Examine each line of the data, and copy the ones containing "return".

» SUPPLIED RECORDS:
────
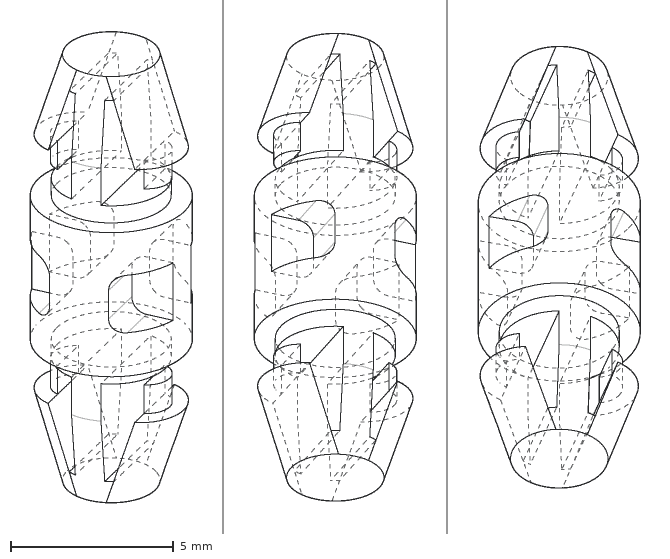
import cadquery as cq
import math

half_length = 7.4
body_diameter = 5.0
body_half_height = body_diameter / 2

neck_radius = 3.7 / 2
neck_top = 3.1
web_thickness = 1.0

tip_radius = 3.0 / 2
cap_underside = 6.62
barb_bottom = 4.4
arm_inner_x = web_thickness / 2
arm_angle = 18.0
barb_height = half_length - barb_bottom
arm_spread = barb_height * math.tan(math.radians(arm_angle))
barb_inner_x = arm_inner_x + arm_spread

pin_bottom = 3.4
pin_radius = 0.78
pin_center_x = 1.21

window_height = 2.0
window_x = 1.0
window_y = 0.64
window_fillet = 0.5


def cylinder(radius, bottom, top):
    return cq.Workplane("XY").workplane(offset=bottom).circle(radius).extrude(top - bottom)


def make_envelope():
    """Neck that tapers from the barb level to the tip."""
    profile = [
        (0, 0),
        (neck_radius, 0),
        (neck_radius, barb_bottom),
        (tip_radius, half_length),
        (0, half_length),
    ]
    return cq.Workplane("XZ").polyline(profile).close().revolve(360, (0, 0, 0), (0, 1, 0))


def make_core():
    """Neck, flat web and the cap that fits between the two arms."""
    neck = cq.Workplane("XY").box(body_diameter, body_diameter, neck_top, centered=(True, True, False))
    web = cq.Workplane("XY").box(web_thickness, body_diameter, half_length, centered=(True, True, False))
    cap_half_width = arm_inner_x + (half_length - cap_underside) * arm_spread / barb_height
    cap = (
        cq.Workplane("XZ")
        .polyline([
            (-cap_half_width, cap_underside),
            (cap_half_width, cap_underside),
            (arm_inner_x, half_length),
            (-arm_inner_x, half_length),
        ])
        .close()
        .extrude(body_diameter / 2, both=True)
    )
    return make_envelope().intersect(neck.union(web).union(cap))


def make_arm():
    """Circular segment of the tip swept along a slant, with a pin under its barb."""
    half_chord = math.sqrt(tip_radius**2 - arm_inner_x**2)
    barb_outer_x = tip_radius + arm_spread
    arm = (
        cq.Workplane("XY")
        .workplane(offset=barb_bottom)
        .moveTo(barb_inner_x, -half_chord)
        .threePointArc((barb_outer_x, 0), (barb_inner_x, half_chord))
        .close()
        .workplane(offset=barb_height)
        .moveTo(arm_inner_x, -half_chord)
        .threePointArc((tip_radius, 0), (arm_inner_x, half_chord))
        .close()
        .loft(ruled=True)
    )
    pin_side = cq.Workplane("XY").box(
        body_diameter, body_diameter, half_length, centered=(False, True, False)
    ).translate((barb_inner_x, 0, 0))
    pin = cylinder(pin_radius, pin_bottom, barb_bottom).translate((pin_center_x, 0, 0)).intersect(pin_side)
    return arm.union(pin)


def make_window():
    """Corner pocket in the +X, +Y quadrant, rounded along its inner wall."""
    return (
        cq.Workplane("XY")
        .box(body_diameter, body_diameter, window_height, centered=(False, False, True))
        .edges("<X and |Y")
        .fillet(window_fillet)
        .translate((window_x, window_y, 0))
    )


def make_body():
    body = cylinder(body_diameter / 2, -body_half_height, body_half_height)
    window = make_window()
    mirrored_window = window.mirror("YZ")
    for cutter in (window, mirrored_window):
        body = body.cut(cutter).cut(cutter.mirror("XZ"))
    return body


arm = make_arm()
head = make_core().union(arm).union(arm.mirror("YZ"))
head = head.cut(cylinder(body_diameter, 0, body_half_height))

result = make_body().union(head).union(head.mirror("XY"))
────
» EXERCISE RESULT:
    return cq.Workplane("XY").workplane(offset=bottom).circle(radius).extrude(top - bottom)
    return cq.Workplane("XZ").polyline(profile).close().revolve(360, (0, 0, 0), (0, 1, 0))
    return make_envelope().intersect(neck.union(web).union(cap))
    return arm.union(pin)
    return (
    return body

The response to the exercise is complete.